Sabtu, 08 Maret 2014
Penyebab Anus Sering Gatal
Gatal memang membuat seseorang tidak nyaman. Mau tidak mau, jika ada bagian tubuh yang terasa gatal, yang bersangkutan pasti menggaruknya. Namun bagaimana dengan gatal di anus? Amankah digaruk?
Gatal di anus bisa saja disebabkan karena adanya bakteri di dalam anus. Namun jika seseorang sedang mengalami wasir, hal itu juga bisa disebabkan oleh dampak wasir yang dialami.
Jika gatal ketika wasir, sebaiknya lebih sering mengganti pakaian dalam. Namun jika gatal terus menerus, cobalah untuk berkonsultasi dengan dokter.Sebenarnya aman-aman saja jika ingin menggaruk bagian anus yang gatal. Namun tidak boleh menggaruk terlalu kencang.
Jika menggaruk terlalu kencang, takutnya anus atau daerah sekitarnya bisa terluka.

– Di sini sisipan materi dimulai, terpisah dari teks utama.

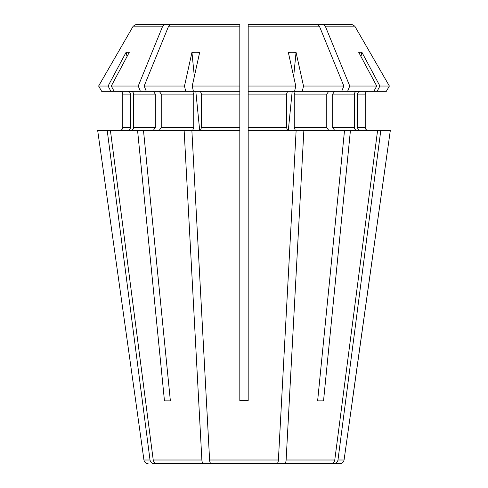 <?xml version="1.0" encoding="UTF-8"?>
<svg xmlns="http://www.w3.org/2000/svg" width="488" height="488" viewBox="0 0 488 488"><rect width="100%" height="100%" fill="white"/><g stroke="black" fill="none" stroke-linecap="round" stroke-linejoin="round"><path stroke-width="0.73" d="M140.404 91.323L138.244 86.034L111.288 86.034L114.113 91.323L146.321 91.323L144.161 86.034A526912.315 372583.273 -90 0 1 168.622 26.145L170.763 24.4L239.815 24.4L136.243 24.4L196.078 24.4M153.348 91.323L155.318 94.117L155.318 127.575L153.348 130.363M155.318 94.117L133.596 94.117C133.419 92.446 132.559 91.518 131.022 91.323M133.596 94.117L133.596 127.575C133.419 129.241 132.559 130.174 131.022 130.363M143.478 130.363L184.135 130.363L201.873 460.001C202.069 462.197 202.599 463.399 203.459 463.6L157.057 463.6C154.977 463.399 153.702 462.197 153.226 460.001L110.398 130.363L137.561 130.363L164.462 400.855L170.373 400.855L143.478 130.363L137.561 130.363M203.459 463.6L220.82 463.6M239.815 400.587L248.185 400.587M110.398 130.363L97.661 130.363L135.694 400.855L97.661 130.363M114.113 91.323L101.681 91.323L98.625 86.034A526912.309 526912.309 0 0 1 133.218 26.145L136.243 24.4M130.4 94.117L122.769 94.117C122.573 92.446 121.646 91.518 119.981 91.323C121.646 91.518 122.573 92.446 122.769 94.117L122.769 127.575C122.573 129.241 121.646 130.174 119.981 130.363C121.646 130.174 122.573 129.241 122.769 127.575L130.4 127.575L130.4 94.117C130.217 92.446 129.357 91.518 127.819 91.323M127.819 130.363C129.357 130.174 130.217 129.241 130.4 127.575M111.288 86.034A647317.354 598043.25 90 0 1 129.259 52.368A102.053 37.808 -105.7 0 0 126.056 52.368A647317.354 598043.25 90 0 0 108.086 86.034L110.91 91.323M108.086 86.034L98.625 86.034A526912.309 526912.309 0 0 1 133.218 26.145L162.711 26.145L164.846 24.4M101.681 91.323L98.625 86.034M317.627 400.855L323.538 400.855L317.627 400.855L344.522 130.363L248.185 130.363L248.185 400.855L239.815 400.855L239.815 86.034L239.815 91.323L193.4 91.323L192.229 86.034L239.815 86.034L239.815 24.4L239.815 27.188L239.815 24.4L170.763 24.4M373.887 91.323L386.319 91.323L389.375 86.034L379.914 86.034A647317.512 598043.402 90 0 0 361.944 52.368A102.053 37.808 105.7 0 0 358.741 52.368A647317.195 598043.103 90 0 1 376.712 86.034L373.887 91.323L341.679 91.323L343.839 86.034L303.499 86.034A647317.354 247717.627 90 0 0 296.057 52.368A102.053 91.268 124.1 0 0 288.329 52.368A647317.354 247717.627 90 0 1 295.771 86.034L248.185 86.034L248.185 24.4L317.237 24.4L274.927 24.4M295.771 86.034L294.599 91.323L248.185 91.323L248.185 86.034L248.185 130.363M376.712 86.034L349.756 86.034A526912.315 372583.273 -90 0 0 325.289 26.145L323.154 24.4L351.756 24.4L291.922 24.4M357.6 94.117L365.231 94.117C365.427 92.446 366.354 91.518 368.019 91.323C366.354 91.518 365.427 92.446 365.231 94.117L365.231 127.575C365.427 129.241 366.354 130.174 368.019 130.363C366.354 130.174 365.427 129.241 365.231 127.575L357.6 127.575L357.6 94.117C357.783 92.446 358.643 91.518 360.181 91.323M386.319 91.323L389.375 86.034A526912.333 526912.333 0 0 0 354.782 26.145L351.756 24.4M380.799 130.363L337.977 460.001L344.07 460.001L390.339 130.363L344.522 130.363M360.181 130.363C358.643 130.174 357.783 129.241 357.6 127.575M379.914 86.034L377.09 91.323M323.154 24.4L280.844 24.4M334.652 91.323L332.682 94.117L332.682 127.575L334.652 130.363M356.978 130.363C355.441 130.174 354.581 129.241 354.404 127.575L354.404 94.117C354.581 92.446 355.441 91.518 356.978 91.323M347.596 91.323L349.756 86.034M343.839 86.034A526912.339 372583.291 -90 0 0 319.378 26.145L317.237 24.4M328.741 91.323L326.765 94.117L294.258 94.117L295.325 91.323L341.679 91.323M294.258 94.117L294.258 127.575L295.325 130.363M326.765 94.117L326.765 127.575L328.741 130.363M303.499 86.034L302.328 91.323M287.597 130.363L286.529 127.575L286.529 94.117L287.597 91.323M248.185 24.4L248.185 27.188L248.185 24.4M296.137 130.363L278.398 460.001C278.203 462.197 277.672 463.399 276.812 463.6L211.188 463.6C210.328 463.399 209.797 462.197 209.602 460.001L191.863 130.363L239.815 130.363M239.815 94.117L201.471 94.117L200.403 91.323M201.471 94.117L201.471 127.575L200.403 130.363M184.135 130.363L191.863 130.363M192.675 130.363L193.742 127.575L193.742 94.117L192.675 91.323L146.321 91.323M159.259 91.323L161.235 94.117L161.235 127.575L159.259 130.363M185.672 91.323L184.501 86.034A647317.195 247717.566 90 0 1 191.943 52.368A102.053 91.268 -124.1 0 1 199.671 52.368A647317.354 247717.627 90 0 0 192.229 86.034M296.057 52.368L293.66 76.506M292.19 91.323L288.323 130.363M361.944 52.368L360.955 56.51M337.977 460.001C337.501 462.197 336.22 463.399 334.146 463.6L307.69 463.6M239.815 273.89L239.815 276.8M239.815 279.465L239.815 286.005M239.815 288.53L239.815 292.105M303.865 130.363L286.127 460.001C285.931 462.197 285.401 463.399 284.541 463.6L267.18 463.6M142.337 400.855L150.023 460.001L143.929 460.001L135.694 400.855M126.056 52.368L127.045 56.51M164.462 400.855L170.373 400.855M138.244 86.034A526912.339 372583.291 -90 0 1 162.711 26.145M248.185 273.89L248.185 292.105M377.602 130.363L334.774 460.001C334.298 462.197 333.023 463.399 330.943 463.6L284.541 463.6M352.305 400.855L390.339 130.363M389.375 86.034A526912.309 526912.309 0 0 0 354.782 26.145L325.289 26.145M323.538 400.855L350.439 130.363M191.943 52.368L194.34 76.506M195.81 91.323L199.677 130.363M107.201 130.363L150.023 460.001C150.499 462.197 151.78 463.399 153.854 463.6L180.31 463.6M334.146 463.6L339.929 463.6L334.146 463.6M184.501 86.034L144.161 86.034M155.318 127.575L133.596 127.575M201.873 460.001L153.226 460.001M354.404 94.117L332.682 94.117M354.404 127.575L332.682 127.575M248.185 26.145L319.378 26.145M326.765 127.575L294.258 127.575M286.529 94.117L248.185 94.117M286.529 127.575L248.185 127.575M239.815 127.575L201.471 127.575M193.742 94.117L161.235 94.117M193.742 127.575L161.235 127.575M334.774 460.001L286.127 460.001M278.398 460.001L209.602 460.001M168.622 26.145L239.815 26.145M143.929 460.001C144.393 462.203 145.772 463.405 148.071 463.6M344.07 460.001C343.607 462.203 342.228 463.405 339.929 463.6"/></g></svg>

Namun ternyata, bukan hanya wasir saja yang dapat membuat anus gatal tapi juga bisa disebabkan oleh cacing kremi.
Cacing kremi betina itu unik, dia meletakkan telurnya di luar usus yaitu di daerah dubur makanya kadang suka gatal di dubur. Ya coba lihat pakai senter, kalau ada seperti parutan kelapa ya itu cacing kremi.
Sebaiknya tidak menggaruk anus yang gatal karena cacing kremi. Selain bisa menempel di benda dan menulari orang lain, menggaruk anus juga bisa menyebabkan infeksi dan bahkan radang pada dubur.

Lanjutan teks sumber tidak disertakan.